As depicted throughout the previous sections of this Neurowiki, Borderline Personality Disorder presents with extreme intensities in emotional states. These patients have challenges with interpersonal relationships, react impulsively, and demonstrate behaviors that are detrimental to themselves, and often times to their loved ones[1]. Crucial to finding a way to best help these patients, however, is first considering the development of this disorder. To the extent that they can, researchers have been studying adolescents who present with symptomatic resemblance to BPD, or those who have actually been recently diagnosed with BPD. Due to a wide array of conflicting evidence, a true developmental profile for the disease is difficult to depict, particularly in terms of the neuroanatomical background of this disorder.
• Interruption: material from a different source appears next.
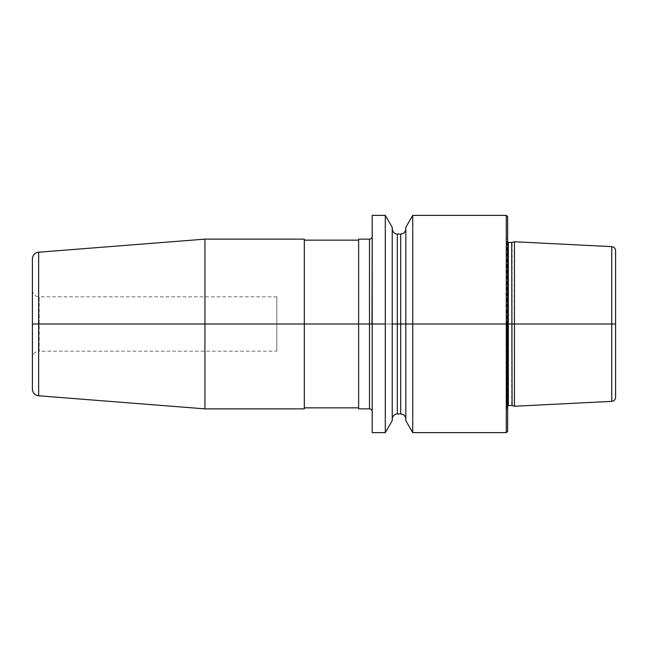 <?xml version="1.0" encoding="UTF-8"?>
<svg xmlns="http://www.w3.org/2000/svg" width="648" height="648" viewBox="0 0 648 648"><rect width="100%" height="100%" fill="white"/><g stroke="black" fill="none" stroke-linecap="round" stroke-linejoin="round"><path stroke-width="0.49" stroke-dasharray="3.24 2.43" d="M506.291 215.371L506.291 324L507.651 324L507.651 236.156L507.651 411.845L507.651 324L506.987 324L615.6 324L32.4 324L372.009 324L372.009 237.435M412.744 215.371L412.744 432.629M385.301 215.371L385.301 432.629M372.203 215.371L372.203 432.629M405.81 227.375L405.81 419.054L405.81 228.946L405.81 324L506.291 324L506.291 432.629M405.81 420.625L405.81 324L392.291 324M507.651 431.268L507.651 324L506.987 324L507.651 324L506.987 324L507.651 324L507.651 216.732M514.439 241.753L514.439 406.247M615.6 397.297L615.6 324M372.009 410.565L372.203 237.435L372.203 410.565L372.203 324L392.234 324L392.234 419.054L392.234 228.946L392.234 420.625M304.309 239.136L304.309 408.864M304.309 240.149L304.309 407.851L304.309 240.149M358.627 240.149L358.627 407.851L358.627 240.149M358.627 239.136L358.627 408.864M204.93 239.136L204.93 408.864M32.4 258.989L32.4 389.011M32.4 290.053L32.4 357.947L32.4 290.053A6.788 6.788 0 0 0 39.188 296.841L39.188 351.159A6.788 6.788 0 0 0 32.4 357.947M276.817 296.841L39.188 296.841L39.188 351.159L276.817 351.159L276.817 296.841L276.817 351.159M392.234 227.375L392.234 324M32.4 324L276.817 324M507.651 236.156L506.971 241.08L506.987 407.114L506.987 324L506.971 406.92L508.332 405.567L508.332 242.433L506.971 241.08L506.971 406.92L507.651 411.845M511.726 242.433L511.726 405.567M512.082 405.608L512.082 242.393M611.728 401.371L611.728 246.629M369.49 239.136L369.49 408.864M38.653 252.218L38.653 395.782M397.321 413.959L397.321 234.041M400.715 234.041L400.715 413.959"/><path stroke-width="0.97" d="M615.6 324L611.728 324L611.728 401.371C614.093 401.039 615.389 399.678 615.6 397.297L615.6 250.703L615.6 324L506.291 324L506.291 215.371L412.744 215.371L412.744 324L405.81 324L405.81 227.375L412.744 215.371M385.301 215.371L392.234 227.375L392.234 324L405.81 324L405.81 420.625L412.744 432.629L412.744 324L392.234 324L392.234 420.625L385.301 432.629L385.301 215.371L372.203 215.371L372.203 410.565M512.082 405.608L511.726 242.433L512.082 405.608L514.439 406.247L514.439 241.753L611.728 246.629L611.728 324L506.291 324L506.291 432.629L412.744 432.629M385.301 432.629L372.203 432.629L372.203 324L32.4 324L372.009 324L372.203 237.435M506.291 215.371L507.651 216.732L507.651 431.268L506.291 432.629M369.49 239.136L369.49 408.864L358.627 408.864L358.627 239.136L369.49 239.136A2.714 2.714 0 0 0 372.009 237.435M369.49 408.864A2.714 2.714 0 0 1 372.009 410.565M204.93 239.136L304.309 239.136L304.309 408.864L204.93 408.864L204.93 239.136L38.653 252.218L38.653 395.782L204.93 408.864M358.627 407.851L304.309 407.851M358.627 240.149L304.309 240.149M38.653 252.218A6.788 6.788 0 0 0 32.4 258.989L32.4 389.011A6.788 6.788 0 0 0 38.653 395.782M506.291 324L412.744 324L506.291 324M385.301 324L372.203 324L385.301 324M511.726 242.433L508.332 242.433L508.332 405.567L507.651 405.745M392.234 228.946C393.166 234.001 396.633 234.001 396.252 233.928L397.321 234.041L397.321 413.959L396.171 414.088C396.527 413.942 392.955 414.307 392.234 419.054M397.321 413.959L400.715 413.959L400.715 234.041L402.708 233.636C402.189 234.009 405.616 232.656 405.81 228.946M508.332 242.433L507.651 242.255M511.726 405.567L508.332 405.567M512.082 242.393L514.439 241.753M611.728 401.371L514.439 406.247M611.728 246.629C614.093 246.961 615.389 248.322 615.6 250.703M397.321 234.041L400.715 234.041M400.715 413.959L402.813 414.412C402.376 413.975 405.883 415.846 405.81 419.054"/></g></svg>

In today’s research, brain imaging techniques such as MRIs and fMRIs (fMRIs only really completed on adults)[2] among several other techniques have been extremely popular in understanding of this disorder, and have identified various volume abnormalities, several of which seem to be somewhat contradictory of one another[1]. Hyper and hypoactivity of various limbic – as well as a number of other neuroanatomical structures – structures, volume variations within structures, and much more will be discussed to depict the neuro-development of this disorder. Further, current research additionally indicates that the development of this disorder does not cease at a neurological cause. Genetic associations and environmental influences perhaps occurring throughout childhood largely contribute to the onset of this disorder[3]. The first step to finding the ideal cause, and ultimately treatment, of this disorder is to understand its development, and here will be presented a wide array of research completed to provide an accurate and detailed account of said development of BPD as recognized by researchers today.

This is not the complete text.